[EXERCISE AIM]:
Where the line containing "GROOVE_MIDDLE_Y = DRUM_EDGE_Y" appears, end the copy there, keeping that line; start from the first line of the entries, copy exactly, and omit pictures.

◇ ◇ ◇

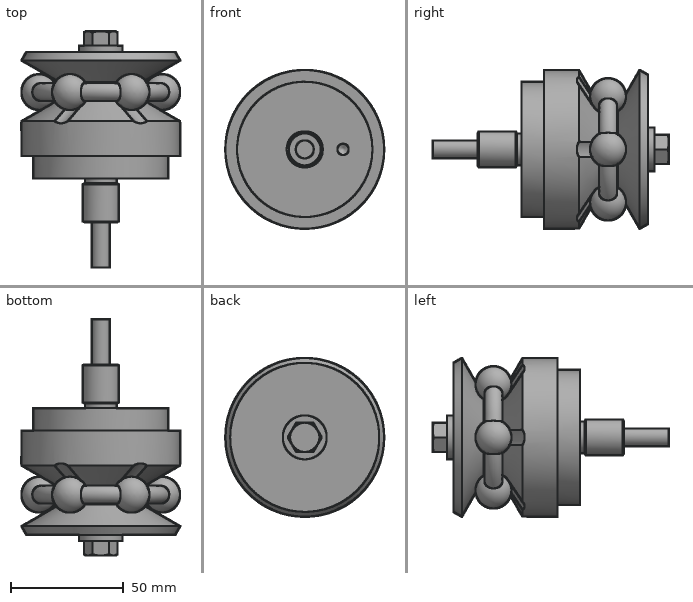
import cadquery as cq
import math


BALL_COUNT = 6
BALL_RADIUS = 8.0
CHAIN_RADIUS = 27.25
LINK_RADIUS = 4.0
CHAIN_Y = 38.4

WHEEL_RADIUS = CHAIN_RADIUS + BALL_RADIUS
BOSS_RADIUS = 30.0
BOSS_LENGTH = 10.0
DRUM_LENGTH = 15.5
GROOVE_OPENING = 26.9
GROOVE_FLOOR_WIDTH = 7.7
CONE_ANGLE = math.radians(30)
DISC_EDGE_LENGTH = 3.8

GROOVE_DEPTH = (GROOVE_OPENING - GROOVE_FLOOR_WIDTH) / 2 / math.tan(CONE_ANGLE)
GROOVE_FLOOR_RADIUS = WHEEL_RADIUS - GROOVE_DEPTH
DRUM_EDGE_Y = BOSS_LENGTH + DRUM_LENGTH
GROOVE_MIDDLE_Y = DRUM_EDGE_Y + GROOVE_OPENING / 2
DISC_EDGE_Y = DRUM_EDGE_Y + GROOVE_OPENING
WHEEL_BACK_Y = DISC_EDGE_Y + DISC_EDGE_LENGTH
DISC_BACK_RADIUS = WHEEL_RADIUS - DISC_EDGE_LENGTH * math.tan(CONE_ANGLE)

POCKET_LENGTH = 20.0

PIN_HOLE_RADIUS = 2.5
PIN_HOLE_X = 17.0
PIN_HOLE_DEPTH = 10.0
DRILL_POINT_ANGLE = math.radians(118)

NECK_RADIUS = 7.1
NECK_LENGTH = 2.0
COLLAR_RADIUS = 8.0
COLLAR_LENGTH = 17.4
COLLAR_CHAMFER_ANGLE = math.radians(30)
SHAFT_RADIUS = 4.0
SHAFT_LENGTH = 20.0

COLLAR_CHAMFER = (COLLAR_RADIUS - NECK_RADIUS) * math.tan(COLLAR_CHAMFER_ANGLE)
COLLAR_BACK_Y = -NECK_LENGTH
COLLAR_FRONT_Y = COLLAR_BACK_Y - COLLAR_LENGTH
SHAFT_END_Y = COLLAR_FRONT_Y - SHAFT_LENGTH

FLANGE_RADIUS = 9.75
FLANGE_LENGTH = 2.8
HEX_ACROSS_FLATS = 13.0
HEX_LENGTH = 6.4
HEX_CHAMFER_ANGLE = math.radians(30)
SHANK_RADIUS = 4.0
SHANK_LENGTH = 20.0


def revolve_about_y(profile):
    """Turn a closed (radius, Y) profile around the Y axis."""
    return profile.revolve(360, (0, 0, 0), (0, 1, 0))


def cylinder_along_y(radius, start_y, length):
    start = cq.Vector(0, start_y, 0)
    return cq.Workplane(cq.Solid.makeCylinder(radius, length, start, cq.Vector(0, 1, 0)))


def ball_angles():
    return [360.0 * i / BALL_COUNT for i in range(BALL_COUNT)]


def spin_to(body, angle):
    return body.rotate((0, 0, 0), (0, 1, 0), angle)


def make_ball():
    """Ball on the +X side of the ring."""
    return cq.Workplane("XY").sphere(BALL_RADIUS).translate((CHAIN_RADIUS, CHAIN_Y, 0))


def make_chain():
    """Closed ring of round links with evenly spaced balls on it."""
    ring = revolve_about_y(cq.Workplane("XY").moveTo(CHAIN_RADIUS, CHAIN_Y).circle(LINK_RADIUS))
    for angle in ball_angles():
        ring = ring.union(spin_to(make_ball(), angle))
    return ring


def make_pocket():
    """Ball seat that runs outward along the slope of the drum's cone."""
    outward = cq.Vector(math.cos(CONE_ANGLE), -math.sin(CONE_ANGLE), 0)
    centre = cq.Vector(CHAIN_RADIUS, CHAIN_Y, 0)
    channel = cq.Workplane(cq.Solid.makeCylinder(BALL_RADIUS, POCKET_LENGTH, centre, outward))
    return make_ball().union(channel)


def make_pin_hole():
    """Blind drilled hole in the boss face, ending in a drill point."""
    point_length = PIN_HOLE_RADIUS / math.tan(DRILL_POINT_ANGLE / 2)
    drill = revolve_about_y(
        cq.Workplane("XY").polyline([
            (0, 0),
            (PIN_HOLE_RADIUS, 0),
            (PIN_HOLE_RADIUS, PIN_HOLE_DEPTH),
            (0, PIN_HOLE_DEPTH + point_length),
        ]).close()
    )
    return drill.translate((PIN_HOLE_X, 0, 0))


def make_wheel():
    """V-groove wheel with a boss, a bore for the spindle and seats for the balls."""
    wheel = revolve_about_y(
        cq.Workplane("XY").polyline([
            (NECK_RADIUS, 0),
            (BOSS_RADIUS, 0),
            (BOSS_RADIUS, BOSS_LENGTH),
            (WHEEL_RADIUS, BOSS_LENGTH),
            (WHEEL_RADIUS, DRUM_EDGE_Y),
            (GROOVE_FLOOR_RADIUS, GROOVE_MIDDLE_Y - GROOVE_FLOOR_WIDTH / 2),
            (GROOVE_FLOOR_RADIUS, GROOVE_MIDDLE_Y + GROOVE_FLOOR_WIDTH / 2),
            (WHEEL_RADIUS, DISC_EDGE_Y),
            (DISC_BACK_RADIUS, WHEEL_BACK_Y),
            (NECK_RADIUS, WHEEL_BACK_Y),
        ]).close()
    )
    for angle in ball_angles():
        wheel = wheel.cut(spin_to(make_pocket(), angle))
    return wheel.cut(make_pin_hole())


def make_spindle():
    """Stepped spindle: core in the wheel, chamfered collar, output shaft, screw hole at the back."""
    spindle = revolve_about_y(
        cq.Workplane("XY").polyline([
            (0, SHAFT_END_Y),
            (SHAFT_RADIUS, SHAFT_END_Y),
            (SHAFT_RADIUS, COLLAR_FRONT_Y),
            (NECK_RADIUS, COLLAR_FRONT_Y),
            (COLLAR_RADIUS, COLLAR_FRONT_Y + COLLAR_CHAMFER),
            (COLLAR_RADIUS, COLLAR_BACK_Y - COLLAR_CHAMFER),
            (NECK_RADIUS, COLLAR_BACK_Y),
            (NECK_RADIUS, WHEEL_BACK_Y),
            (0, WHEEL_BACK_Y),
        ]).close()
    )
    return spindle.cut(cylinder_along_y(SHANK_RADIUS, WHEEL_BACK_Y - SHANK_LENGTH, SHANK_LENGTH))


def make_hex_head(start_y):
    """Hexagonal head with corners on the X axis, its outer corners turned off at a shallow angle."""
    across_corners = HEX_ACROSS_FLATS / math.cos(math.radians(30))
    end_y = start_y + HEX_LENGTH
    flat_radius = HEX_ACROSS_FLATS / 2
    corner_radius = across_corners / 2
    corner_drop = (corner_radius - flat_radius) * math.tan(HEX_CHAMFER_ANGLE)
    hexagon = (
        cq.Workplane("XZ", origin=(0, start_y, 0))
        .polygon(6, across_corners)
        .extrude(-HEX_LENGTH)
    )
    turned_envelope = revolve_about_y(
        cq.Workplane("XY").polyline([
            (0, start_y),
            (corner_radius, start_y),
            (corner_radius, end_y - corner_drop),
            (flat_radius, end_y),
            (0, end_y),
        ]).close()
    )
    return hexagon.intersect(turned_envelope)


def make_screw():
    """Flanged hexagon screw that clamps the wheel onto the spindle."""
    shank = cylinder_along_y(SHANK_RADIUS, WHEEL_BACK_Y - SHANK_LENGTH, SHANK_LENGTH)
    flange = cylinder_along_y(FLANGE_RADIUS, WHEEL_BACK_Y, FLANGE_LENGTH)
    head = make_hex_head(WHEEL_BACK_Y + FLANGE_LENGTH)
    return shank.union(flange).union(head)


wheel = make_wheel()
chain = make_chain()
spindle = make_spindle()
screw = make_screw()

bodies = [wheel, chain, spindle, screw]
result = cq.Compound.makeCompound([body.solids().val() for body in bodies])

◇ ◇ ◇

[SOLUTION BELOW]:
import cadquery as cq
import math


BALL_COUNT = 6
BALL_RADIUS = 8.0
CHAIN_RADIUS = 27.25
LINK_RADIUS = 4.0
CHAIN_Y = 38.4

WHEEL_RADIUS = CHAIN_RADIUS + BALL_RADIUS
BOSS_RADIUS = 30.0
BOSS_LENGTH = 10.0
DRUM_LENGTH = 15.5
GROOVE_OPENING = 26.9
GROOVE_FLOOR_WIDTH = 7.7
CONE_ANGLE = math.radians(30)
DISC_EDGE_LENGTH = 3.8

GROOVE_DEPTH = (GROOVE_OPENING - GROOVE_FLOOR_WIDTH) / 2 / math.tan(CONE_ANGLE)
GROOVE_FLOOR_RADIUS = WHEEL_RADIUS - GROOVE_DEPTH
DRUM_EDGE_Y = BOSS_LENGTH + DRUM_LENGTH
GROOVE_MIDDLE_Y = DRUM_EDGE_Y + GROOVE_OPENING / 2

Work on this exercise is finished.